Consider that you may be describing a compiler. Typos are not generally a problem in statically typed languages with notable exceptions such as dictionary key lookups etc.

Even without static typing, argument length verification etc. can be done with a suitable compiler. In python we are left chasing 100% code coverage in unit tests as it's the only way to be certain that the code doesn't include a silly mistake.

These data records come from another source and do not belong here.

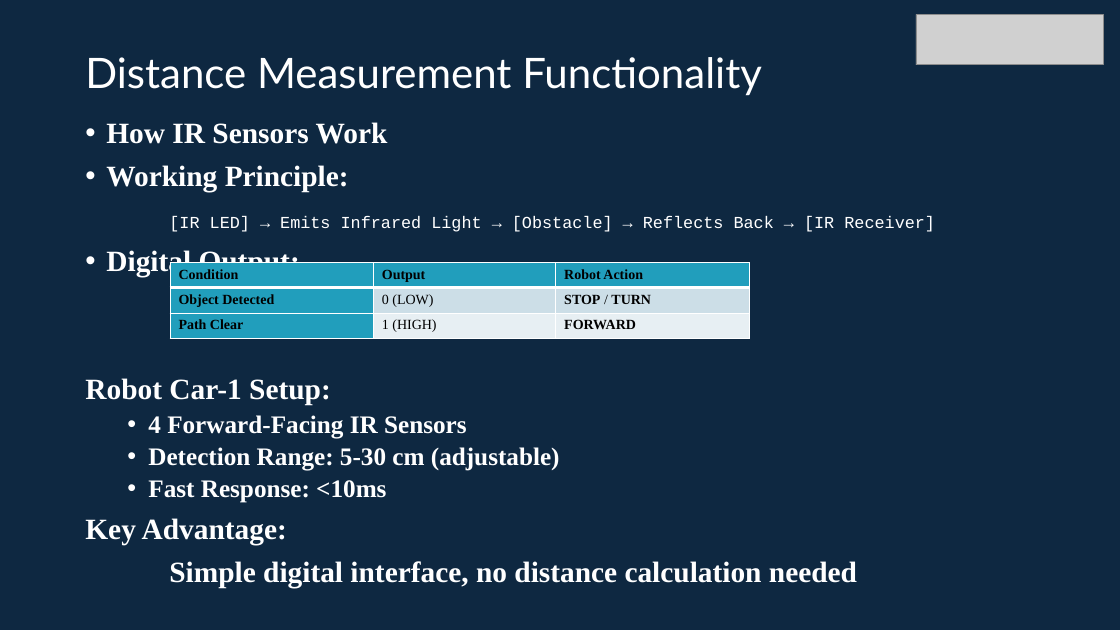
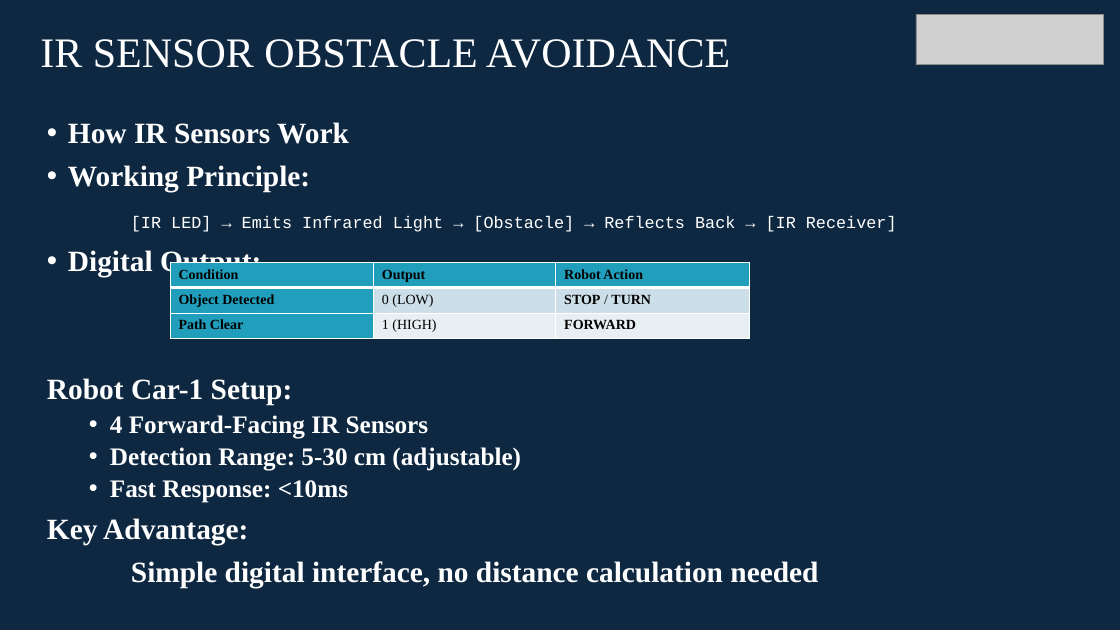
Before and after one commit to info-zas/zas-robotics-car-1-sensors, a slide deck: slide 9 of 01_FoundationProjects/05_Car_1_Infrared_ObstacleAvoidance/05_Car_1_Infrared_ObstacleAvoidance.pptx. Drawn at 1120x630 pixels with LibreOffice and Linux fonts; fonts in the diff are those of the drawing; grey boxes stand for pictures. Boxes give left, top, right and bottom in pixels: in the first picture for what was removed or moved away, otherwise in the second. Text is boxed around its words. In the diff, an @@ line names an element or a change of style, - is before the commit and + after.

```diff
--- a/01_FoundationProjects/05_Car_1_Infrared_ObstacleAvoidance/05_Car_1_Infrared_ObstacleAvoidance.pptx
+++ b/01_FoundationProjects/05_Car_1_Infrared_ObstacleAvoidance/05_Car_1_Infrared_ObstacleAvoidance.pptx
@@ title added at box(40, 39, 730, 68), 36 pt, text #FFFFFF @@
+IR SENSOR OBSTACLE AVOIDANCE
@@ title removed at box(85, 57, 762, 96) @@
-Distance Measurement Functionality
@@ text "How IR Sensors Work": place and size @@
-text "How IR Sensors Work" at box(85, 122, 935, 588)
+text "How IR Sensors Work" at box(47, 122, 897, 588)
```
Also in this commit, not shown: 16 other slides changed.

I think 100% code coverage is folly. Spreading tests so widely near-inevitably means they're also going to be thin. In any codebase I'm working on, I would focus my attention on testing functions which are either (a) crucially important or (b) significantly complex (and I mean real complexity, not just the cyclomatic complexity of the control flow inside the function itself).
Fully agree, but I never want to see a missed function argument programming error in customer facing code. In python you really do need code coverage to achieve this goal - static languages have some additional flexibility.
Or a rich suite of linters religiously applied. Never save a file with red lines in flymake or the equivalent. Ed: actually, I am unsure if my current suite would miss required parameters. I tend to have defaults for all but the first parameter or two, so not a big issue for me I guess. I do like a compile time check on stuff tho, one of the reasons I am doing more and more tools in Go.
I actually recently joined a startup working on this problem!

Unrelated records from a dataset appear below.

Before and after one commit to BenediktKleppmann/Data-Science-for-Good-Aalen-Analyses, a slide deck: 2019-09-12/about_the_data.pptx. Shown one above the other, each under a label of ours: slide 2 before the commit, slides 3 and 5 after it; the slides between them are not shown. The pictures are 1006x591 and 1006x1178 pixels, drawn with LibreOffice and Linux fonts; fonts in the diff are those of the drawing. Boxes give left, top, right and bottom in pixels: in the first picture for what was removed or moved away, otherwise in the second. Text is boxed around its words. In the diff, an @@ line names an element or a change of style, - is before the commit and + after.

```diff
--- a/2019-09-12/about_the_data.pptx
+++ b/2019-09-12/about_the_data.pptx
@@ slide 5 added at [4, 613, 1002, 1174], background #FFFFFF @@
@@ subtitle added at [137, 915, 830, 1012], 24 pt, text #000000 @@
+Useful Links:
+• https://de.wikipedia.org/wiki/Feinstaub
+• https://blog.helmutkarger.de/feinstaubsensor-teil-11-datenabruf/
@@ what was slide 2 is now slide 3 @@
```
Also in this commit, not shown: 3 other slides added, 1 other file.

One of our products is a universal linter, which wraps the standard open-source tools available for different ecosystems, simplifies the setup/installation process for all of them, and a bunch of other usability things (suppressing existing issues so that you can introduce new linters with minimal pain, CI integration, and more): you can read more about it at http://trunk.io/products/check or try out the VSCode extension[0] :)

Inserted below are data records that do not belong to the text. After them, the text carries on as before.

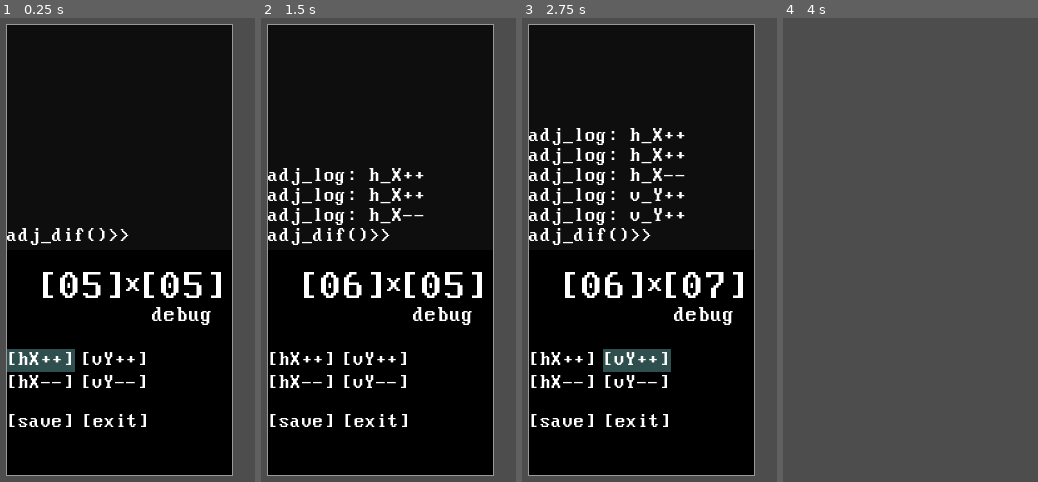
Above: before the commit, frames 1-4 (left to right).
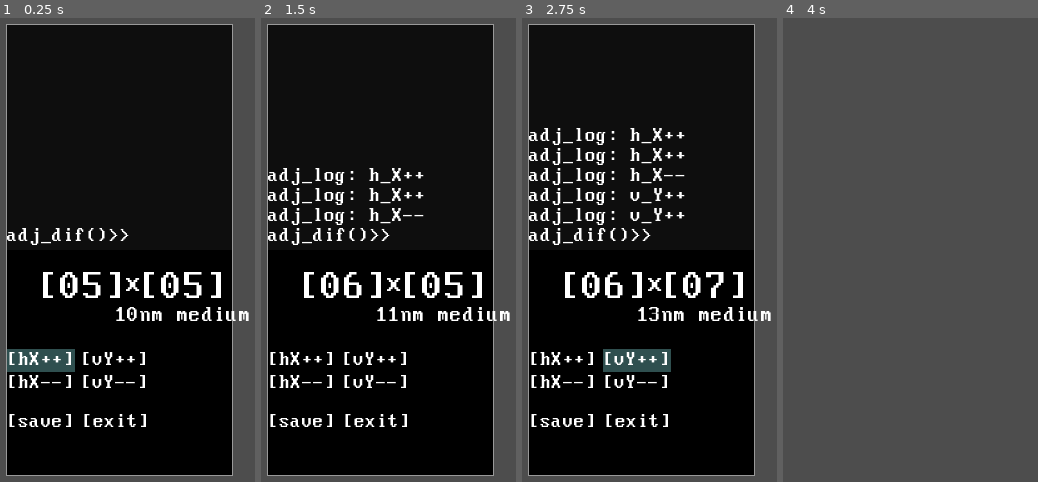
Above: after the commit, the same moments.

Repository: RusanJoshi/MAT_H.dx
Game: Godot game, scene res://ui/difficulty_window.tscn
Two runs of this game, one before a commit and one after it. Both use one fixed random seed, a clock stepped at 60 frames per second and the inputs below. This scene is started directly instead of the project's main scene.
Inputs (mouse positions are in pixels of both pictures, inside the frame that each line leads up to):
- Up to frame 1 (0.25 s): no input
- Up to frame 2 (1.5 s): tap Enter at 0.5 s; drag from (301, 356) to (429, 41) at 0.52 s; tap Space (spacebar_key) at 1.25 s; drag from (301, 379) to (355, 338) at 1.27 s
- Up to frame 3 (2.75 s): tap Enter at 2 s; move the mouse to (636, 356) at 2.02 s; hold Right (mini_menu_forward) from 2.03 s (still down); tap Tab (tab_key) at 2.1 s; click (636, 356) at 2.17 s; tap Space (spacebar_key) at 2.3 s
- Up to frame 4 (4 s): release Right (mini_menu_forward) at 2.75 s; tap Space (spacebar_key) at 2.75, 3.6 s; drag from (897, 379) to (outside the picture) at 2.77 s; tap Enter at 3.5 s; move the mouse to (outside the picture) at 3.52 s; hold Left (left_key) from 3.53 s (still down); click (outside the picture) at 3.67 s

The runs differ from the first frame. In frame 1, 0.7% of the frame differs, in the area x 45-98%, y 62-67%; in frame 2, 0.7%; in frame 3, 0.7%; in frame 4, nothing differs.

Commit message:
hemlock port commit 08/01

Diff:
--- a/scripts/difficulty_window.gd
+++ b/scripts/difficulty_window.gd
@@ -4,7 +4,7 @@
 @onready var console_label: Label = %ConsoleLabel
 @onready var hx_label: Label = %HXLabel
 @onready var vy_label: Label = %VYLabel
-@onready var difficulty_level_label: Label = $ShinBackground/DifficultyLevelLabel
+@onready var difficulty_level_label: Label = %DifficultyLevelLabel
 
 @onready var add_x_panel: Panel = %AddXPanel
 @onready var min_x_panel: Panel = %MinXPanel
@@ -39,6 +39,7 @@
 	UIManager.kill_difficulty_window.connect(kill_window)
 
 	update_dimensions_from_config()
+	update_difficulty_label()
 
 	cloning_label_settings.font = preload("res://fonts/Perfect DOS VGA 437 Win.ttf")
 	cloning_label_settings.font_size = 20
@@ -71,7 +72,7 @@
 
 	if(Input.is_action_just_pressed("escape_key")):
 		kill_window()
-		UIManager.global_toggle_pop_up_window.emit()
+		UIManager.global_toggle_pop_up_shade.emit()
 
 func update_dimensions_from_config():
 	current_horizontal_dimension = ConfigGame.horizontal_dimension
@@ -136,6 +137,7 @@
 			save_difficulty()
 		elif(menux == 1):#EXIT DIFF. WINDOW
 			exit()
+	update_difficulty_label()
 
 func increase_x():
 	current_horizontal_dimension += 1
@@ -156,6 +158,22 @@
 	kill_window()
 	UIManager.global_toggle_pop_up_shade.emit()
 
+
+func update_difficulty_label():
+	var nanometer_difficulty: int
+	nanometer_difficulty = (current_horizontal_dimension + current_vertical_dimension)
+	if(in_range(nanometer_difficulty, 6, 10)):
+		difficulty_level_label.text = str(nanometer_difficulty) + "nm easy"
+	elif(in_range(nanometer_difficulty, 10, 14)):
+		difficulty_level_label.text = str(nanometer_difficulty) + "nm medium"
+	elif(in_range(nanometer_difficulty, 14, 16)):
+		difficulty_level_label.text = str(nanometer_difficulty) + "nm hard"
+	elif(in_range(nanometer_difficulty, 16, 17)):
+		difficulty_level_label.text = str(nanometer_difficulty) + "nm hardest"
+
+func in_range(pValue: int, pMinRange: int, pMaxRange: int) -> bool:
+	return pMinRange <= pValue and pValue < pMaxRange
+
 func create_log(pString):
 	var log_cartridge: Label = Label.new()
 	var default_text: String = "adj_log: "
@@ -177,7 +195,7 @@
 	has_focus = false
 	self.queue_free()
 
-func _unhandled_input(event): #CLOSES THE WINDOW WHEN CLICKING OUT
+func _unhandled_input(event): #CLOSES THE WINDOW WHEN CLICKING OUTSIDE
 	if(event is InputEventMouseButton \
 	and event.button_index == MOUSE_BUTTON_LEFT \
 	and event.pressed):
@@ -249,3 +267,35 @@
 		if event.button_index == MOUSE_BUTTON_LEFT:
 			if event.pressed:
 				confirmation()
+
+#SAVE
+func _on_save_area_2d_mouse_entered() -> void:
+	prev_menux = menux
+	prev_menuy = menuy
+	menux = 0
+	menuy = 2
+	moptions_array[prev_menux][prev_menuy].visible = false
+	moptions_array[menux][menuy].visible = true
+func _on_save_area_2d_mouse_exited() -> void:
+	moptions_array[menux][menuy].visible = false
+func _on_save_area_2d_input_event(viewport: Node, event: InputEvent, shape_idx: int) -> void:
+	if event is InputEventMouseButton:
+		if event.button_index == MOUSE_BUTTON_LEFT:
+			if event.pressed:
+				confirmation()
+
+#EXIT
+func _on_exit_area_2d_mouse_entered() -> void:
+	prev_menux = menux
+	prev_menuy = menuy
+	menux = 1
+	menuy = 2
+	moptions_array[prev_menux][prev_menuy].visible = false
+	moptions_array[menux][menuy].visible = true
+func _on_exit_area_2d_mouse_exited() -> void:
+	moptions_array[menux][menuy].visible = false
+func _on_exit_area_2d_input_event(viewport: Node, event: InputEvent, shape_idx: int) -> void:
+	if event is InputEventMouseButton:
+		if event.button_index == MOUSE_BUTTON_LEFT:
+			if event.pressed:
+				confirmation()
--- a/ui/difficulty_window.tscn
+++ b/ui/difficulty_window.tscn
@@ -50,6 +50,12 @@
 size = Vector2(65, 20)
 
 [sub_resource type="RectangleShape2D" id="RectangleShape2D_6jmnk"]
+size = Vector2(65, 20)
+
+[sub_resource type="RectangleShape2D" id="RectangleShape2D_lhtne"]
+size = Vector2(65, 20)
+
+[sub_resource type="RectangleShape2D" id="RectangleShape2D_k3sjn"]
 size = Vector2(65, 20)
 
 [node name="DifficultyWindow" type="Node2D"]
@@ -187,6 +193,7 @@
 metadata/_edit_lock_ = true
 
 [node name="DifficultyLevelLabel" type="Label" parent="ShinBackground/HBoxContainer/ControlPanel"]
+unique_name_in_owner = true
 layout_mode = 1
 anchors_preset = 8
 anchor_left = 0.5
@@ -384,6 +391,20 @@
 
 [node name="CollisionShape2D" type="CollisionShape2D" parent="MinYArea2D"]
 shape = SubResource("RectangleShape2D_6jmnk")
+metadata/_edit_lock_ = true
+
+[node name="SaveArea2D" type="Area2D" parent="."]
+position = Vector2(171, 573)
+
+[node name="CollisionShape2D" type="CollisionShape2D" parent="SaveArea2D"]
+shape = SubResource("RectangleShape2D_lhtne")
+metadata/_edit_lock_ = true
+
+[node name="ExitArea2D" type="Area2D" parent="."]
+position = Vector2(246, 573)
+
+[node name="CollisionShape2D" type="CollisionShape2D" parent="ExitArea2D"]
+shape = SubResource("RectangleShape2D_k3sjn")
 metadata/_edit_lock_ = true
 
 [connection signal="input_event" from="AddXArea2D" to="." method="_on_add_x_area_2d_input_event"]
@@ -398,3 +419,9 @@
 [connection signal="input_event" from="MinYArea2D" to="." method="_on_min_y_area_2d_input_event"]
 [connection signal="mouse_entered" from="MinYArea2D" to="." method="_on_min_y_area_2d_mouse_entered"]
 [connection signal="mouse_exited" from="MinYArea2D" to="." method="_on_min_y_area_2d_mouse_exited"]
+[connection signal="input_event" from="SaveArea2D" to="." method="_on_save_area_2d_input_event"]
+[connection signal="mouse_entered" from="SaveArea2D" to="." method="_on_save_area_2d_mouse_entered"]
+[connection signal="mouse_exited" from="SaveArea2D" to="." method="_on_save_area_2d_mouse_exited"]
+[connection signal="input_event" from="ExitArea2D" to="." method="_on_exit_area_2d_input_event"]
+[connection signal="mouse_entered" from="ExitArea2D" to="." method="_on_exit_area_2d_mouse_entered"]
+[connection signal="mouse_exited" from="ExitArea2D" to="." method="_on_exit_area_2d_mouse_exited"]
Not shown: 1 places in ui/difficulty_window.tscn that only renumber resources

[0] https://marketplace.visualstudio.com/items?itemName=Trunk.io

cool product :) it is just linting or do any of the tools do code transformation to offer the fix for the lint failure? (code review doctor also offers the fix if you add the github PR integration)
If a linter provides autofix suggestions, we will propagate it all the way back to the user!
This is basically linting, i.e. code analysis. The techniques used might be more current (as they have been evolving, as you say, for pattern matching) but linting is just that: a code review tool to find usual bugs. (This is what did happen in this blog post. It wasn't looking for unusual solutions but usual mistakes.) The packaging, form of the feedback seems also different and that in itself may make a lot of difference in ease of use and thus adoption.
Admittedly, the difference here is that codereview.doctor spent time tuning a custom lint on a variety of repos. In an org with a sufficiently large monorepo (or enough repos, but I don't really know how the tooling scales there) it's possible to justify spending time doing that, but for most companies it's one of those "one day we'll get around to it" issues.
yeah something like sonarqube or https://codereview.doctor (if you use GitHub)
Or people could just write it correctly in the first place! Controversial I know! Seems like people would rather half-ass things and then let some AI autocorrect fix it up for whatever reason rather than doing it properly.